Villagers have accused the Shengxiang Battery Co of polluting the air.

They said the environment had deteriorated since the factory moved beside a river that ran through the village in 2007.

The villagers have been protesting against the pollution since last November. They blocked the entrances of the factory and clashed with the plant's security guards.

Their efforts failed to produce any action from authorities.

The first sickened child was reported in August last year, when the 10-month-old grandson of villager Zhang Fushu started to vomit and refuse food.

A medical check recorded the baby as having 313 micrograms of lead to 1 liter of blood, far exceeding the recommended maximum safe level of 100mg/l.

Zhang said almost half of the children who were sent to hospitals were found sickened by lead poisoning.

Senior villager Bu Junkou told the newspaper the government had not started any free treatment for the children.

Bu said the factory, less than 100 meters from the village, used lead as its main raw material and the smelly air forced them to shut doors and windows "day and night."

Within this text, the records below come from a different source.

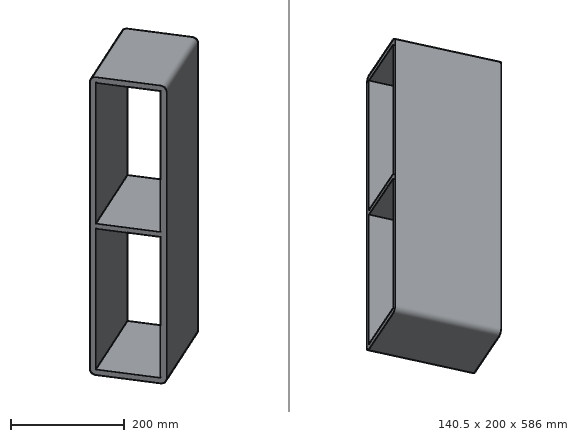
import cadquery as cq

width = 140.5
depth = 200.0
height = 586.0

wall = 11.0
shelf_thickness = 10.0
corner_radius = wall

opening_width = width - 2 * wall
opening_height = (height - 2 * wall - shelf_thickness) / 2
opening_offset = (opening_height + shelf_thickness) / 2

case = cq.Workplane("XY").box(width, depth, height).edges("|Y").fillet(corner_radius)

openings = (
    cq.Workplane("XY")
    .pushPoints([(0, 0, -opening_offset), (0, 0, opening_offset)])
    .box(opening_width, depth, opening_height)
)

result = case.cut(openings)

He said villagers had been filing complaints to environmental watchdogs in vain.

The city government said it had launched an investigation and would release results "as soon as possible."

Cheng Qihua, the manager of the Shengxing company, said the firm was also a victim in the scandal.

Cheng said the company lost a lot of money after it was forced to close.

He said he warned authorities when he was invited to invest in the area that production could be hazardous to the health of nearby residents.

Yet officials told him to go ahead, he claimed.

The company was fully licensed, with all required environmental protection certificates, Cheng said, showing the documentation to reporters.

A series of lead-poisoning cases in provinces around the country last year alarmed the public about the damage being done to the environment during the nation's rapid economic development.